Kevin Kolsch et Dennis Widmyer fusionnent l’horreur corporelle avec une critique féroce de la machinerie prédatrice d’Hollywood, créant un film qui fonctionne à la fois comme un cauchemar occulte et une allégorie sans concession de l’industrie. La dégradation de la protagoniste est rendue avec un engagement sincère et une grotesquerie croissante. Starry Eyes mérite son statut culte par son escalade sans peur et une vision profondément cynique du coût ultime de l’ambition.
The Borderlands (2013)
Une équipe d’enquêteurs du Vatican arrive dans une église rurale isolée pour évaluer des phénomènes surnaturels présumés. Ce qui commence comme un scepticisme bureaucratique se transforme lentement en une terreur profonde et claustrophobe lorsque les enquêteurs découvrent quelque chose d’ancien et de profondément mauvais enfoui sous le sol sacré.

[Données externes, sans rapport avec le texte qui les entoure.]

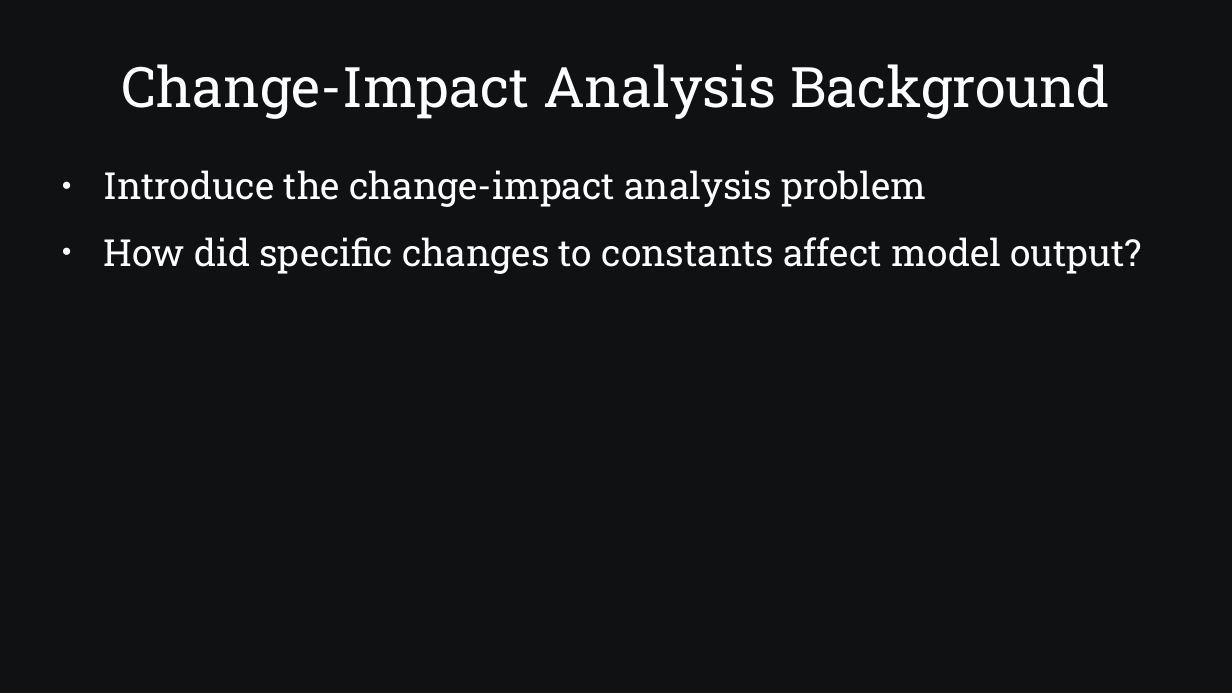
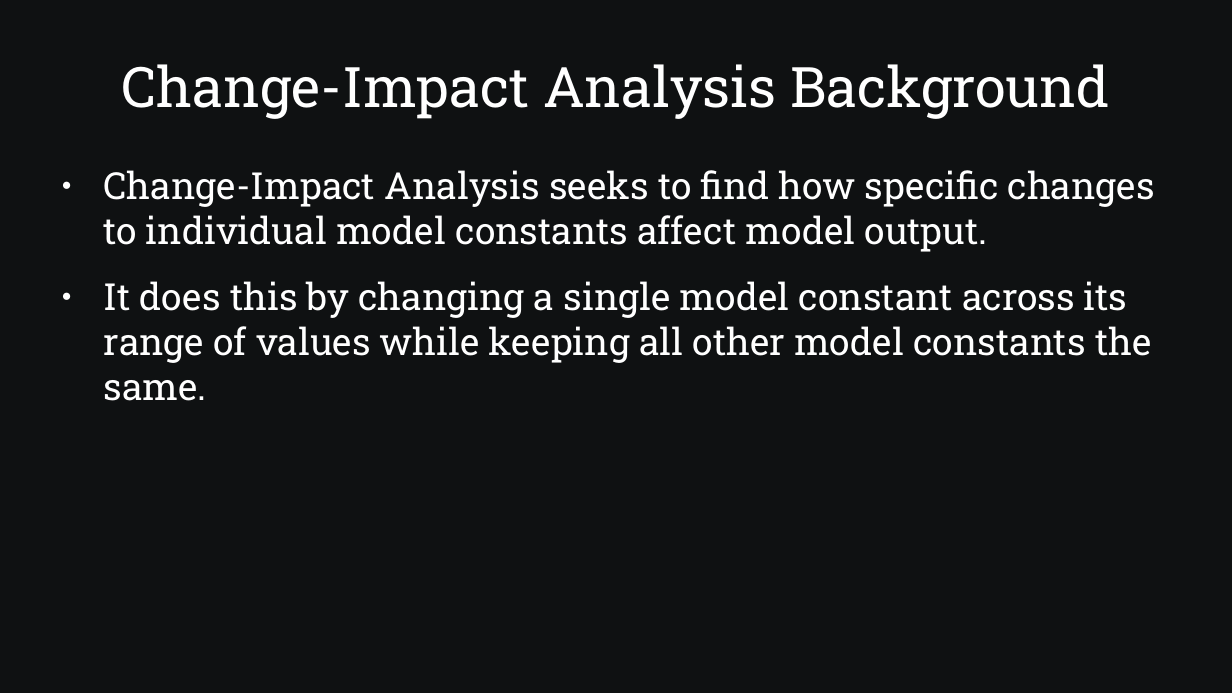
Before and after one commit to SamAllen06/lake_temp_work, a slide deck: slide 11 of documentation/for_collaborators/AnalysisOverview.pptx (slide 7 before the commit). Drawn at 1232x693 pixels with LibreOffice and Linux fonts; fonts in the diff are those of the drawing. Boxes give left, top, right and bottom in pixels: in the first picture for what was removed or moved away, otherwise in the second. Text is boxed around its words. In the diff, an @@ line names an element or a change of style, - is before the commit and + after.

Commit message:
Update AnalysisOverview Documentation

```diff
--- a/documentation/for_collaborators/AnalysisOverview.pptx
+++ b/documentation/for_collaborators/AnalysisOverview.pptx
@@ text at box(104, 170, 1155, 401): text changed @@
-● Introduce the change-impact analysis problem
-● How did specific changes to constants affect model output?
+● Change-Impact Analysis seeks to find how specific changes to individual model constants affect model output.
+● It does this by changing a single model constant across its range of values while keeping all other model constants the same.
```
Also in this commit, not shown: 7 other slides changed, 7 slides added, 2 slides removed, 1 other file.

Les débuts en found footage d’Elliot Goldner sont une leçon magistrale de terreur lente, se distinguant par un travail de personnage exceptionnel et une atmosphère de malheur rampante et irréversible. L’acte final du film offre l’une des conclusions les plus véritablement horrifiantes du cinéma de genre, ancrant la terreur surnaturelle dans une imagerie viscéralement physique, presque géologique, qui paraît entièrement originale.
Under The Skin (2013)
Under the Skin est un film d’horreur de science-fiction de 2013 réalisé par Jonathan Glazer et écrit par Glazer et Walter Campbell, librement adapté de la nouvelle de Michel Faber de 2000. À Glasgow, un motard ramasse une jeune fille morte sur le bord de la route et la place à l’arrière d’une camionnette, où une femme nue porte ses vêtements. Après avoir acheté des vêtements et du maquillage dans un centre commercial, la femme conduit la camionnette, séduisant des hommes. Elle tente un homme dans une maison délabrée et l’homme est submergé dans un liquide.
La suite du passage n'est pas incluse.